Governor's Green's location is less than optimal.  You have to go one way or the other for a mile or two to get across the railroad tracks to US 60.  Other than that, GG is the superior Wyndham resort in Wmsburg.  Nice pool complex (that we normally don't use because we aren't here in pool season), mini-golf, attractive units, agreeable staff, pool tables, modest fitness center, etc.

The ubiquitous parking pass lady promised the update (or whatever she called it) would be no more than 45 minutes.  Showed us a contract-looking document that promises they've changed.  We declined their breakfast anyway.  Then, they called us this morning to see if we would come over for lunch.  Declined that too.  Someone who actually has been to a GG update lately can jump in with an evaluation whether things are different.  For the time, color me skeptical.


----------



## Ridewithme38 (Feb 18, 2012)

chapjim said:


> Our first Wyndham (Fairfield) ownership was at Kingsgate, back in 1995.  It was new, still adding on, and we liked it.  Our daughter went to ODU in Norfolk and we'd shoot down to Kingsgate for long weekends, then spend some time in Norfolk or she'd come up for a night or two.  In my opinion, Kingsgate made a major bad move when it added the "game room."  It has led to the "ghettoization" of Kingsgate.  Pre-teens and tweens dominate the activities building to the point where you can hardly walk through the building without being jostled.  The activities building has become a day-care center.  Staff observes but doesn't seem to care much what happens short of outright vandalism or thuggery.  I deplore the $5 amenities fee required of everyone and think it should be an option.  Consequently, we don't go to Kingsgate any more.  If that is the only option in Wmsburg, we'll stay home.

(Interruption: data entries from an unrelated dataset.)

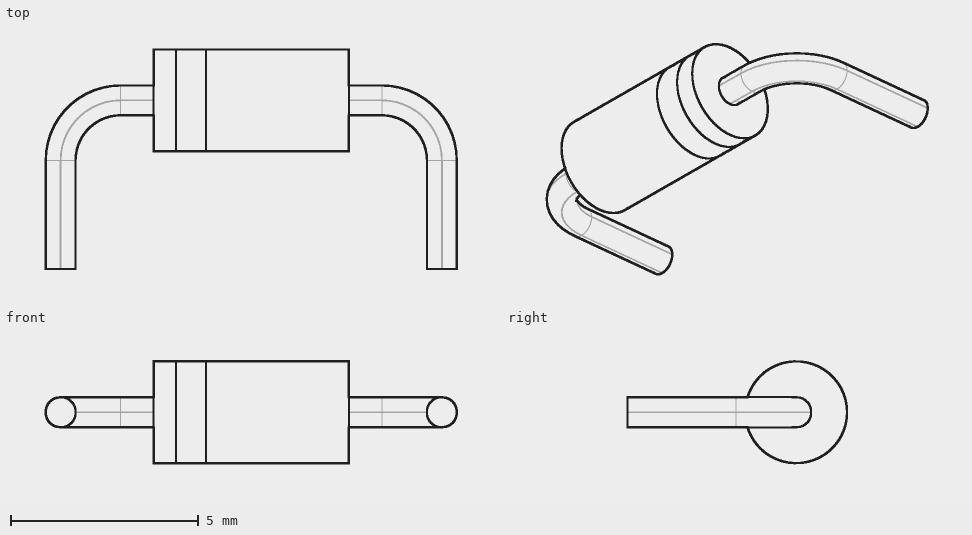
import cadquery as cq

lead_pitch = 10.16
wire_size = 0.8
wire_flat = 0.02
bend_radius = 2 * wire_size
leg_reach = 4.5
body_length = 5.2
body_diameter = 2.72
band_thickness = 0.1
band_offset = 0.6
band_width = 0.8

band_inner_diameter = body_diameter - 2 * band_thickness
body_start = (lead_pitch - body_length) / 2
band_start = body_start + band_offset
wire_corner_radius = (wire_size - wire_flat) / 2


def cylinder_along_x(start, length, diameter):
    return cq.Workplane("YZ", origin=(start, 0, 0)).circle(diameter / 2).extrude(length)


def make_lead():
    """One continuous wire: down both legs, around both bends and through the body."""
    bend_centre_y = -bend_radius
    right_bend_x = lead_pitch - bend_radius
    path = (
        cq.Workplane("XY")
        .moveTo(0, -leg_reach)
        .lineTo(0, bend_centre_y)
        .tangentArcPoint((bend_radius, 0), relative=False)
        .lineTo(right_bend_x, 0)
        .tangentArcPoint((lead_pitch, bend_centre_y), relative=False)
        .lineTo(lead_pitch, -leg_reach)
    )
    section = cq.Sketch().rect(wire_size, wire_size).vertices().fillet(wire_corner_radius)
    return cq.Workplane("XZ", origin=(0, -leg_reach, 0)).placeSketch(section).sweep(path)


def make_band():
    """Thin cathode ring set flush into the body."""
    disc = cylinder_along_x(band_start, band_width, body_diameter)
    bore = cylinder_along_x(band_start, band_width, band_inner_diameter)
    return disc.cut(bore)


def make_body(lead, band):
    """Cylindrical housing with a passage for the lead and a groove for the band."""
    return cylinder_along_x(body_start, body_length, body_diameter).cut(lead).cut(band)


lead = make_lead()
band = make_band()
body = make_body(lead, band)

result = cq.Compound.makeCompound([body.solids().val(), band.solids().val(), lead.val()])

I'm thinking your kids are fully grown Chapjim...Because IMO this is a good thing, the times we've got to Kingsgate they've had a multitude of activities on top of just the 'game rooms' there were even audience participation events on the pool stage....For me, Vacations in Williamsburg are all about keeping my 6yr old and me occupied and her happy...these kinds of group events not only do that, but they allow her to interact with other kids her age...she doesn't want to spend every minute of every day with just daddy

I though Governors green had the best rooms, in fact i booked there this year instead of Kingsgate, because we will have a larger older group....But seemed very quiet and less 'activity filled' then Kingsgate...If it's just me and my daughter going to Williamsburg, i'd book Kingsgate everytime, if it's more adults then that...Governors Green is the place to go


----------



## e.bram (Feb 18, 2012)

Ride:
Off topic, but you should look into Rhode Island and Cape Cod because from where you live it is an easier shorter pleasanter trip than to Williamsberg.


----------



## jn26845 (Feb 18, 2012)

Are you sure you all paid 5.00 per person at kingsgate? We have stayed there a few times and i was charge 10.00 oer day and there were four of us. BUt i love kings gate with kids i feel the 10.00 is well spent.


----------



## dogwood7 (Feb 19, 2012)

We are planning a trip to Williamsburg mid June. After reading the posts above, I now have it narrowed down to stay at the Ford's Manor Club or the Towns or Estate section of Kings Creek. Am I correct that Kings seems to offer a more child friendly environment? We would really only want to use the pool after a long day out. Is there a pool yet at the Estates section? How is the pool at the Manor Club? As I understand it, there is one in the Towns section. I know they are all approximately located near Busch Gardens, Colonial Williamsburg, and Water Country which are all places we plan to visit. Is one closer to Williamsburg than the other? Thank you for the information!


----------



## rmend (Feb 19, 2012)

dogwood7 said:


> We are planning a trip to Williamsburg mid June. After reading the posts above, I now have it narrowed down to stay at the Ford's Manor Club or the Towns or Estate section of Kings Creek. Am I correct that Kings seems to offer a more child friendly environment? We would really only want to use the pool after a long day out. Is there a pool yet at the Estates section? How is the pool at the Manor Club? As I understand it, there is one in the Towns section. I know they are all approximately located near Busch Gardens, Colonial Williamsburg, and Water Country which are all places we plan to visit. Is one closer to Williamsburg than the other? Thank you for the information!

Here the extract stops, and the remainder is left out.